Service was lacking, especially so for fine dining, but even at a regular casual restaurant level. Our first server simply didn’t know the menu and wasn’t able to answer questions. When asked if the two menu items I was eyeing were gluten-free, he went to check with the kitchen. I guess the kitchen is to blame for the answer he came back with: that the only gluten-free entrée on the entire menu was the grilled albacore tuna. When I expressed my disbelief that they couldn’t make either the chicken breast or the steak without gluten, he went back to check with the kitchen. I was then told that they could omit the sauces and make these two items gluten-free. Is Miradoro unaware of the massive gluten-free trend that’s swept the dining scene of late? I was baffled. No gluten-free options other than tuna? Gluten on steak? I just don’t get it.

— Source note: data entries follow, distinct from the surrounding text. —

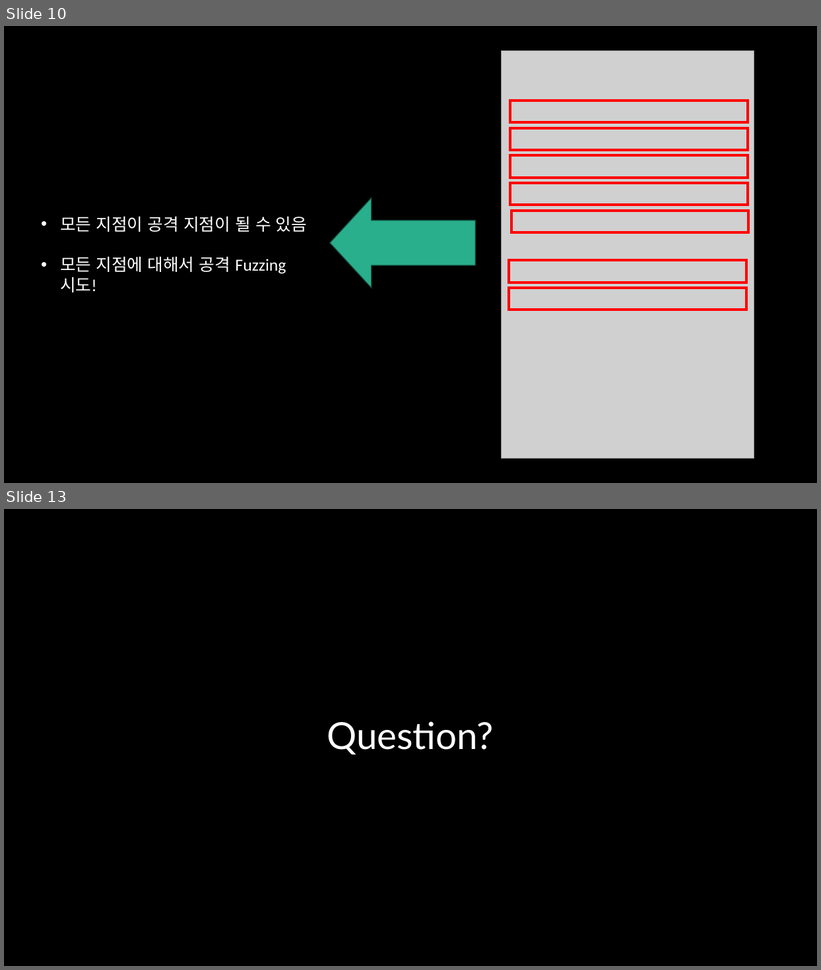
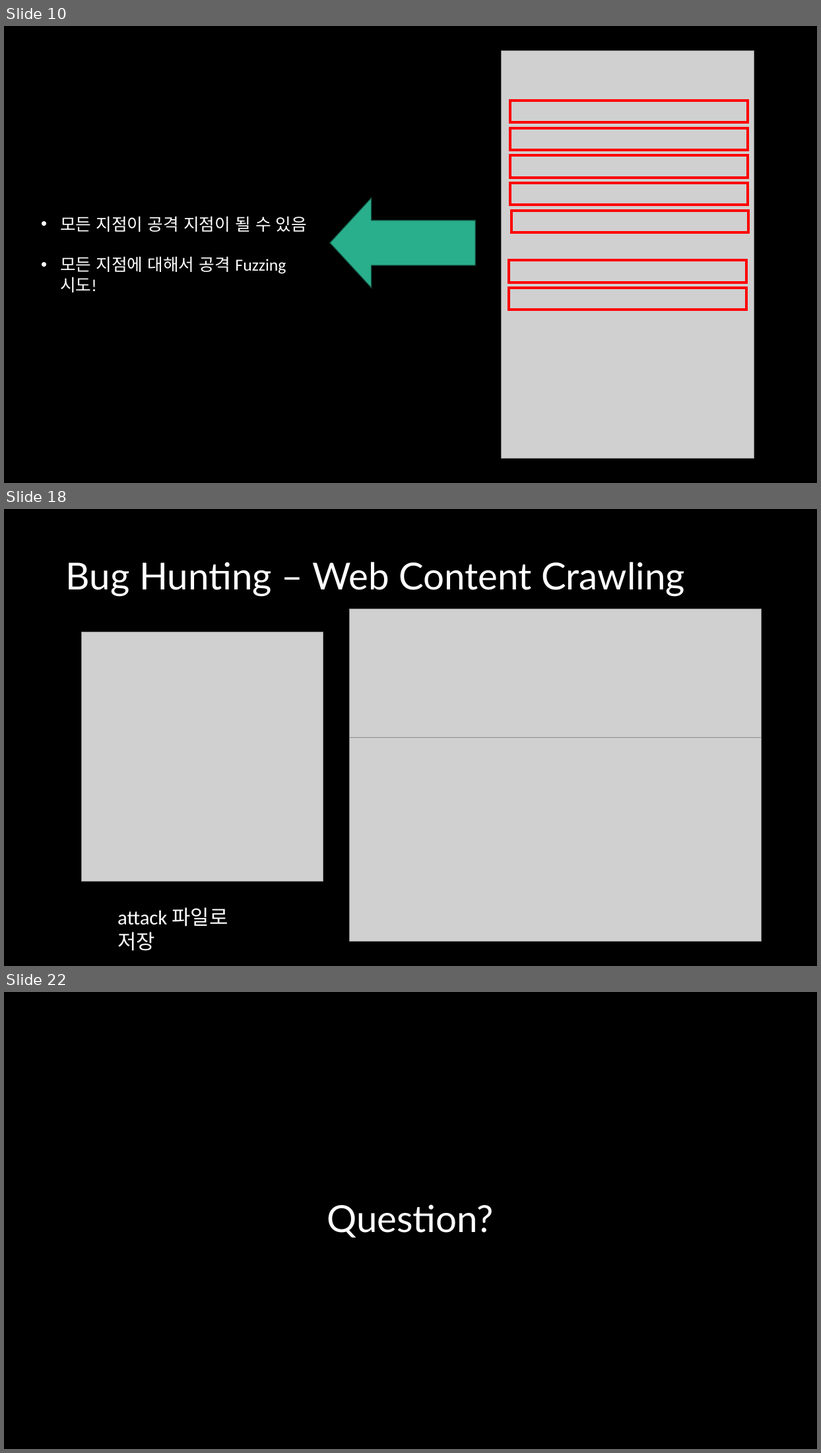
Before and after one commit to mirusu400/fuzzing-bug-hunting, a slide deck: 김성진_Fuzzing과 툴을 활용한 리얼월드 버그 헌팅.pptx. Shown one above the other, each under a label of ours: slides 10 and 13 before the commit, slides 10, 18 and 22 after it; the slides between them are not shown. The pictures are 821x970 and 821x1453 pixels, drawn with LibreOffice and Linux fonts; fonts in the diff are those of the drawing; grey boxes stand for pictures. Boxes give left, top, right and bottom in pixels: in the first picture for what was removed or moved away, otherwise in the second. Text is boxed around its words. In the diff, an @@ line names an element or a change of style, - is before the commit and + after.

```diff
--- a/김성진_Fuzzing과 툴을 활용한 리얼월드 버그 헌팅.pptx
+++ b/김성진_Fuzzing과 툴을 활용한 리얼월드 버그 헌팅.pptx
@@ slide 18 added at <box>4,509,817,966</box>, background #000000 @@
@@ title added at <box>66,562,685,596</box>, 44 pt, text #FFFFFF @@
+Bug Hunting – Web Content Crawling
@@ picture added at <box>349,609,761,813</box> @@
@@ picture added at <box>81,632,323,882</box> @@
@@ picture added at <box>349,738,761,941</box> @@
@@ text added at <box>118,908,228,951</box>, 24 pt, text #FFFFFF @@
+attack 파일로 저장
@@ what was slide 13 is now slide 22 @@
```
Also in this commit, not shown: 5 slides changed, 8 other slides added.

Miradoro at Tinhorn Creek - Honey Grilled Quail

Moving on. My friend ordered a glass of Pinot Noir, which was served much too warm (strange considering it’s a winery restaurant). For appetizers, we each ordered the Honey Grilled Quail (hazelnut, prosciutto & cabbage slaw). It was priced at $19 a plate! But neither of us could resist the tasty little birds, and we thought sharing might get messy. It was just okay, which made the price tag even harder to swallow. The quail was nicely grilled, with a lemony flavor. The slaw was a little boring, and didn’t really add much to the dish. We were both a little underwhelmed. And in my humble opinion, $19 is excessive for an appetizer, especially one that doesn’t blow me away.

Miradoro at Tinhorn Creek - Haida Gwaii Halibut

For the main, my friend had the Haida Gwaii Halibut (mushroom brodo, house made pancetta, 64 degree egg, apple, cabbage, rutabaga & black garlic). The fish was cooked well and the broth was tasty. But we both found the overall dish confusing – we didn’t see how the apple, rutabaga, and pancetta went with the dish. Everything seemed a little all over the place rather than being one cohesive dish. Also, the portion size was a  bit small.

Miradoro at Tinhorn Creek - Roast Polderside Farm Chicken Breast

I ordered the Roast Polderside Farm Chicken Breast (potato olive & alpindon frico, romesco & mojo verde). I found it a little bland, but that could be due to my gluten free request and the resulting omission of the sauce. I also wish the chicken breast was a little juicier and more flavorful. The root vegetables were nicely cooked, and I liked the frico spin on the potatoes, but found it a little too moist and would’ve preferred it to be both crispier and cheesier. My favourite component was probably the mojo verde which was bright and flavorful.

We decided to pass on dessert.

I’m not sure why Vancouver Magazine decided to award Moridoro gold. I was much more pleased with my experience at Quail’s Gate (Silver) the following day. Sadly, nothing about my experience wowed me, and service was lacking. Overall, the food was okay and the view was nice, so you could certainly do much worse. But, especially at that price range, I also think you could do better.